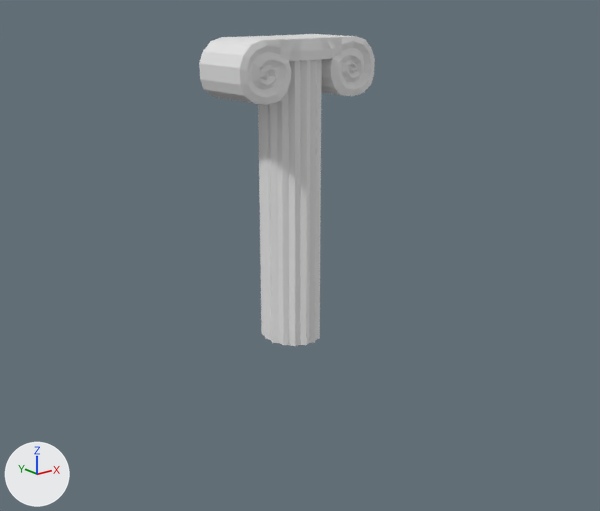
The Blender file ancient-column+plant.blend: old version first, new version second.
Before and after are seen from a camera (50 mm lens) standing at (-14.7, -18.84, 10.01) and looking at (-0.15, -0.65, 2.73). The axes (+X, +Y, +Z) are drawn at lower left. The lights are the same throughout.

The scene before the commit, as lines of its bpy script (objects in view):
```python
me_circle = bpy.data.meshes.new('Circle')
me_circle.from_pydata(...)  # 288 vertices, 256 faces; spans x -0.83..0.83, y -0.98..0.98, z 0.0..8.34
me_circle_001 = bpy.data.meshes.new('Circle.001')
me_circle_001.from_pydata(...)  # 350 vertices, 396 faces, 8 loose edges; spans x -2.36..2.36, y -1.03..1.03, z 7.25..8.91
ob_column = bpy.data.objects.new('Column', me_circle)
ob_column.location = (0.0, 0.0, 0.0)
ob_head = bpy.data.objects.new('Head', me_circle_001)
ob_head.location = (0.0, 0.0, 0.0)
```
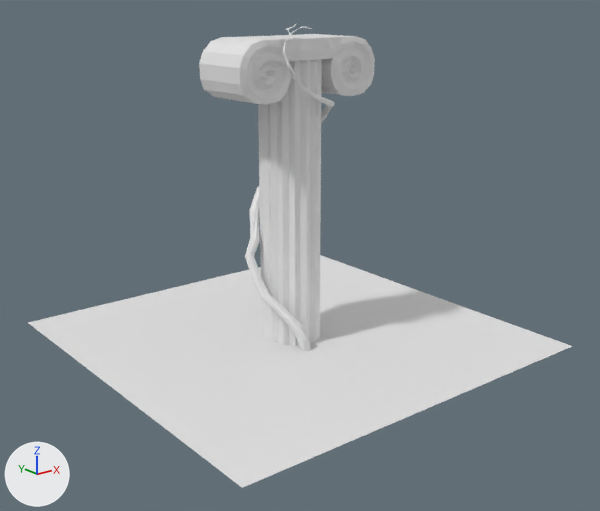
Changed parts and their boxes (x1, y1, x2, y2) in the pictures (600 x 511 px):
'Plane', added
    after: (28, 255, 572, 488)
'Plant', added
    after: (245, 23, 335, 351)

Edits to the bpy script that builds the scene:
```text
Add me_plane_001:
    me_plane_001.from_pydata(...)  # 320 vertices, 418 faces; spans x -0.45..0.74, y -0.11..1.25, z -0.08..4.56
Add me_plane:
    me_plane.from_pydata([(-3.0, -3.0, 0.0), (3.0, -3.0, 0.0), (-3.0, 3.0, 0.0), (3.0, 3.0, 0.0)], [], [(0, 1, 3, 2)])
Add ob_plant:
    ob_plant = bpy.data.objects.new('Plant', me_plane_001)
    ob_plant.location = (-0.36, -1.16, 0.17)
    ob_plant.scale = (2.0, 2.0, 2.0)
Add ob_plane:
    ob_plane = bpy.data.objects.new('Plane', me_plane)
    ob_plane.location = (0.0, 0.0, 0.0)
    ob_plane.scale = (2.0, 2.0, 2.0)
```
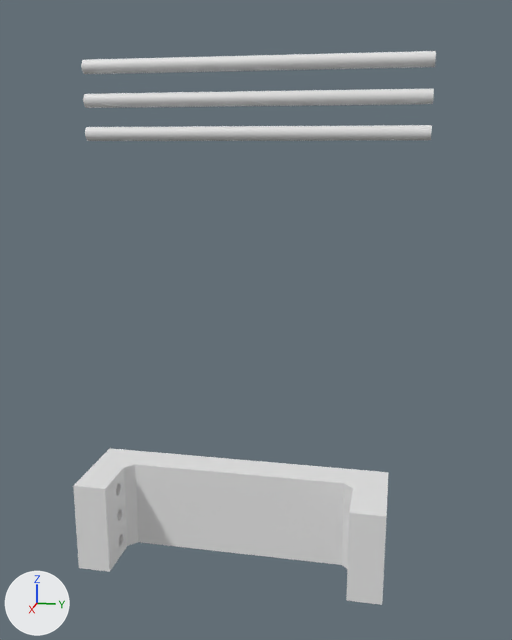
The Blender file 3D models/CNC/zAxis.blend: old version first, new version second.
Camera for both pictures: a 50 mm lens placed at (4.51, 1.99, 2.74), pointed at (0.31, 1.15, 1.69). Every picture has the same lights, and +X, +Y and +Z are marked at lower left.

Names of what the first picture shows: 'Linear Rod Holes.001', 'Z Axis Assembly.001'.
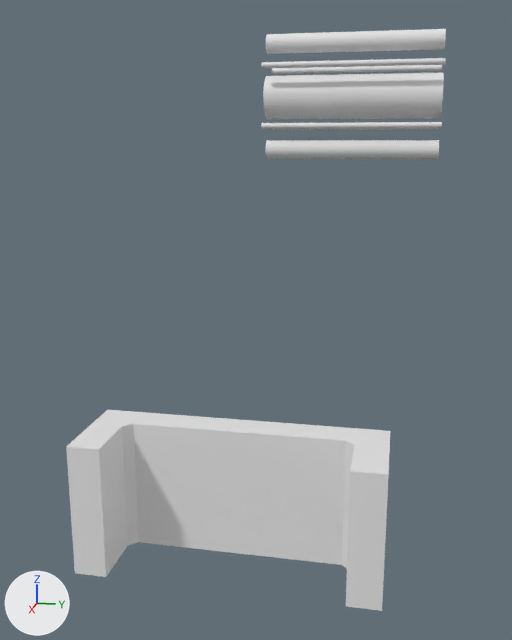
What changed in the scene script:
```text
Change me_sketch_005:
    used by ob_z_axis_assembly_001; location = (0.0, 0.0, 0.0)
    remove me_sketch_005.from_pydata(...)  # 600 vertices, 311 faces; spans x 0.0..0.6, y 0.0..2.0, z 0.0..0.6
    add me_sketch_005.from_pydata(...)  # 707 vertices, 358 faces; spans x 0.0..0.66, y 0.0..2.0, z 0.0..0.9
    me_sketch_005 part 1: 6 vertices moved within x 0.37..0.43, y 1.78..2.0, z 0.12..0.53; 573 vertices removed from x 0.0..0.6, y 0.0..2.0, z 0.0..0.6; 680 vertices added at x 0.0..0.66, y 0.0..2.0, z 0.0..0.9
Add me_linear_rod_holes_003:
    me_linear_rod_holes_003.from_pydata(...)  # a 48-sided cylinder along z spanning x 0.23..0.33, y 0.04..0.14, z -0.94..0.0; a 48-sided cylinder along z spanning x -0.33..-0.23, y 0.04..0.14, z -0.94..0.0; a 48-sided cylinder along z spanning x -0.17..-0.14, y -0.08..-0.05, z -0.94..0.0; a 48-sided cylinder along z spanning x -0.17..-0.14, y 0.23..0.26, z -0.94..0.0; a 48-sided cylinder along z spanning x -0.115..0.115, y -0.025..0.205, z -0.94..0.0; a 48-sided cylinder along z spanning x 0.14..0.17, y -0.08..-0.05, z -0.94..0.0; a 48-sided cylinder along z spanning x 0.14..0.17, y 0.23..0.26, z -0.94..0.0
Remove ob_linear_rod_holes_001:
    ob_linear_rod_holes_001 = bpy.data.objects.new('Linear Rod Holes.001', me_linear_rod_holes_001)
    ob_linear_rod_holes_001.location = (0.3, 2.14, 3.0)
    ob_linear_rod_holes_001.rotation_euler = (-1.571, -1.571, 0.0)  # degrees (-90, -90, 0)
    ob_linear_rod_holes_001.scale = (1.0, 1.0, 200.0)
Add ob_linear_rod_holes_004:
    ob_linear_rod_holes_004 = bpy.data.objects.new('Linear Rod Holes.004', me_linear_rod_holes_003)
    ob_linear_rod_holes_004.location = (0.36, 2.181, 3.0)
    ob_linear_rod_holes_004.rotation_euler = (-1.571, -1.571, 0.0)  # degrees (-90, -90, 0)
```

Location of each change, [x1, y1, x2, y2] in pixels of the pictures (512 x 640 px):
'Z Axis Assembly.001', reshaped (28% taller)
    before: [73, 448, 388, 605]
    after: [66, 410, 390, 611]
'Linear Rod Holes.004', added
    after: [261, 29, 446, 159]
'Linear Rod Holes.001', deleted
    before: [81, 51, 436, 141]
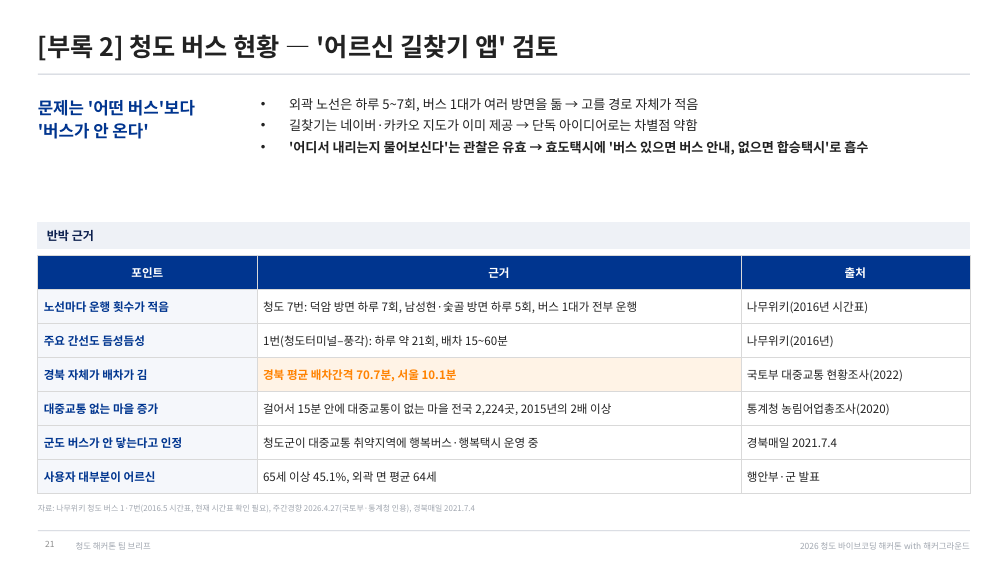
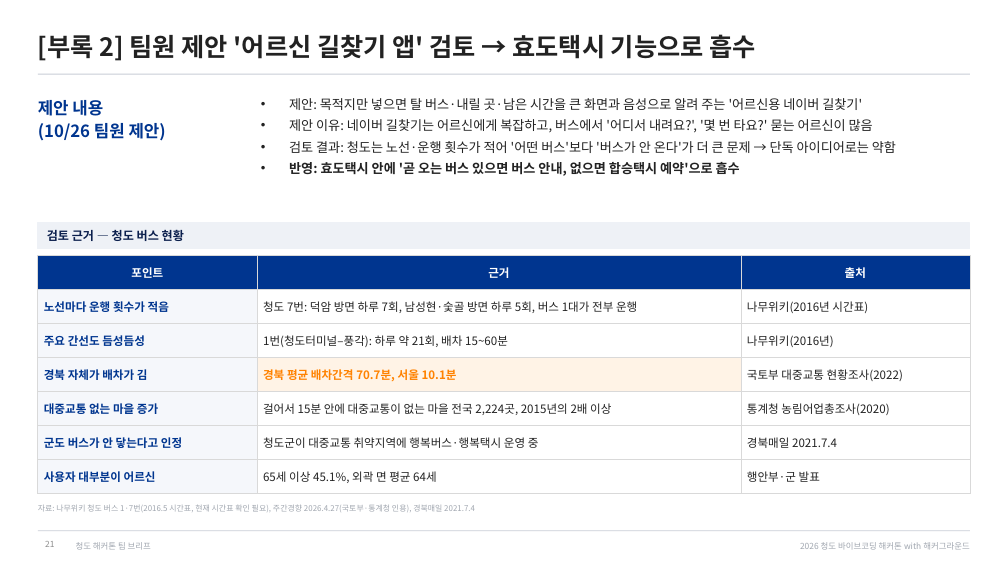
Before and after one commit to fordgril307-wq/Cheongdo_Hackathon, a slide deck: slide 21 of docs/team-brief/청도해커톤_팀브리프.pptx. Drawn at 1008x567 pixels with LibreOffice and Linux fonts; fonts in the diff are those of the drawing. Boxes give left, top, right and bottom in pixels: in the first picture for what was removed or moved away, otherwise in the second. Text is boxed around its words. In the diff, an @@ line names an element or a change of style, - is before the commit and + after.

```diff
--- a/docs/team-brief/청도해커톤_팀브리프.pptx
+++ b/docs/team-brief/청도해커톤_팀브리프.pptx
@@ title at bbox=[38, 34, 755, 61]: text changed @@
-[부록 2] 청도 버스 현황 — '어르신 길찾기 앱' 검토
+[부록 2] 팀원 제안 '어르신 길찾기 앱' 검토 → 효도택시 기능으로 흡수
@@ text at bbox=[38, 100, 166, 141]: text changed @@
-문제는 '어떤 버스'보다
-'버스가 안 온다'
+제안 내용
+(10/26 팀원 제안)
@@ text at bbox=[289, 98, 896, 176]: text changed @@
-• 외곽 노선은 하루 5~7회, 버스 1대가 여러 방면을 돎 → 고를 경로 자체가 적음
-• 길찾기는 네이버·카카오 지도가 이미 제공 → 단독 아이디어로는 차별점 약함
-• '어디서 내리는지 물어보신다'는 관찰은 유효 → 효도택시에 '버스 있으면 버스 안내, 없으면 합승택시'로 흡수
+• 제안: 목적지만 넣으면 탈 버스·내릴 곳·남은 시간을 큰 화면과 음성으로 알려 주는 '어르신용 네이버 길찾기'
+• 제안 이유: 네이버 길찾기는 어르신에게 복잡하고, 버스에서 '어디서 내려요?', '몇 번 타요?' 묻는 어르신이 많음
+• 검토 결과: 청도는 노선·운행 횟수가 적어 '어떤 버스'보다 '버스가 안 온다'가 더 큰 문제 → 단독 아이디어로는 약함
+• 반영: 효도택시 안에 '곧 오는 버스 있으면 버스 안내, 없으면 합승택시 예약'으로 흡수
@@ text at bbox=[47, 230, 184, 241]: text changed @@
-반박 근거
+검토 근거 — 청도 버스 현황
```
Also in this commit, not shown: 3 other slides changed, 3 other files.
######
→ Activity
Give only the number of lines above that hold the string "scene".

→ Your response
3